Friday, December 26, 2008, 13:03
Lucienne: When I was Miss Goody Two-Shoes, I wondered how a person who has stolen someone else’s husband could be so blasé and conceited about it.
My father would probably have a heart attack if he found out what I’m doing. Since mum died, 10 years ago, I know he has dated – but he has never brought a woman home…he’s that strait-laced.
It’s an addiction – I cannot live with him, but I cannot live without him. We work in the same building, for different companies, so I was fated to meet him.
People accuse mistresses of breaking up marriages; I’ve actually sellotaped his. He was on the verge of leaving his wife before he met me; she nags and her cooking consists of opening tins and packets. I persuaded him to stay; it suits me better like this.
I have made my own arrangements for the festive period – but I will cancel them if he manages to shake her off for an hour or two.
Katie: Most people picture a mistress as a predator with figure-hugging clothes and perfect make-up. I’m not – but his wife is.
When I’m with him, I feel like a teenager again; he says I’m like a breath of fresh air after her speciousness; to her, a broken manicured fingernail is a tragedy.
Too much is at stake for both of us to go public. But I know I have been his only “other woman” for the last 16 years, because I’ve had him followed by a private detective several times.

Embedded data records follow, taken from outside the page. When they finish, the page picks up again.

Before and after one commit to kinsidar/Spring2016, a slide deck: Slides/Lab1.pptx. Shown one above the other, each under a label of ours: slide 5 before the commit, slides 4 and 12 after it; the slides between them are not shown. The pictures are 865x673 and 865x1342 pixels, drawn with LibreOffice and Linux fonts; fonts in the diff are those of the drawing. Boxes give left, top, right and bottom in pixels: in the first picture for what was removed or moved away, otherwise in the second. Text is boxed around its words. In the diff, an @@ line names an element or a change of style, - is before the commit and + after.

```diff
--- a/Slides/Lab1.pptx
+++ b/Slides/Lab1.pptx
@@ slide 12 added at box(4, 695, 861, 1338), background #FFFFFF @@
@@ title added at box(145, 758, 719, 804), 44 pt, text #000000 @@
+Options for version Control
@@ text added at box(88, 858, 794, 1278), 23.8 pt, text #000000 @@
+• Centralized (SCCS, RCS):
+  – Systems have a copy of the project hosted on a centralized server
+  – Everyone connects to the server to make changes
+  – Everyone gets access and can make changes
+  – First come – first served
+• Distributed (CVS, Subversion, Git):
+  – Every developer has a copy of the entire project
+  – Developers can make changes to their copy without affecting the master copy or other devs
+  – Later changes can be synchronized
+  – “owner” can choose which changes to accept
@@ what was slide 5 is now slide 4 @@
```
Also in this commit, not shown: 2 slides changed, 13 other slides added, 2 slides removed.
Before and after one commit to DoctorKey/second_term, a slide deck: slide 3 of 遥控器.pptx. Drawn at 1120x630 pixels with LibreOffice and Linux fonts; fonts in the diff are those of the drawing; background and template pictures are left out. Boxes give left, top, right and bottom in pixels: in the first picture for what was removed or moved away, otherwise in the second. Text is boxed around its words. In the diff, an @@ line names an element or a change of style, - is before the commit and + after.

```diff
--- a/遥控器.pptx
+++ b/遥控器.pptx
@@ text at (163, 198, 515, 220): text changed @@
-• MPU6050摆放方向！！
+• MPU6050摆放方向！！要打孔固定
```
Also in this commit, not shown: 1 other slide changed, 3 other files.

They will be having a family meal at a hotel with the rest of her stuck-up family. Me? I’m having snack soup and toast. Who cares?
Maria: He is old enough to be my… uncle. Still, I regret is not being able to flaunt him.
Meeting him was a Sliding Doors meets Benny Hill moment. I had treated my friend’s twins to an outing. They were careening towards the ice-cream compartment of the supermarket and they bumped into him, making him drop a six-pack carton of eggs. “Double trouble!” he said. I stuttered that they weren’t my sons. He said that blushing suits me.
Talk about audacity and duplicity – he was with his wife the next time I saw him there. I was simultaneously spooked, intrigued, and turned on to realise they were following me; she didn’t even notice. He dexterously palmed his business card into my jacket pocket, and I followed through. This was three years ago. He has spoiled me for other men; those of my age-group seem so childish now. They don’t have his manners, charisma, and gentleness. So I sort of understand why this “imperfect gentleman” cannot be mine these days.
Carmen: “The Other Woman” is his wife. I come first in everything, except in his will. But otherwise I’m well looked after – after all, I have to look nice for him, don’t I?
At his insistence, I have told my best friend about him, just in case something happens to me and he won’t be in a position to know. If anything happened to him, I’d know soon enough, because… just because.
As a child I’d always imagined that at my age (30 last birthday) I’d be settled down with six kids, as my mum was. But, frankly, I’m enjoying almost being almost married without being manacled to a husband.
On my birthday (which I share with one of his kids), on Valentine’s Day, and at Christmas, I feel wretched. He always makes up for it, though. I went into this with my eyes wide open but I resent it nonetheless.
I never berate him for not calling, and I am not always available when he wants to meet me. This keeps him keen. He’d be astonished to learn I cry for him most nights. My biological clock is ticking merrily away, and this really hits me when all my siblings come to our house for the Christmas meal, with their kids.
I know his wife. We were in the same class at school.
* Names and some details have been changed.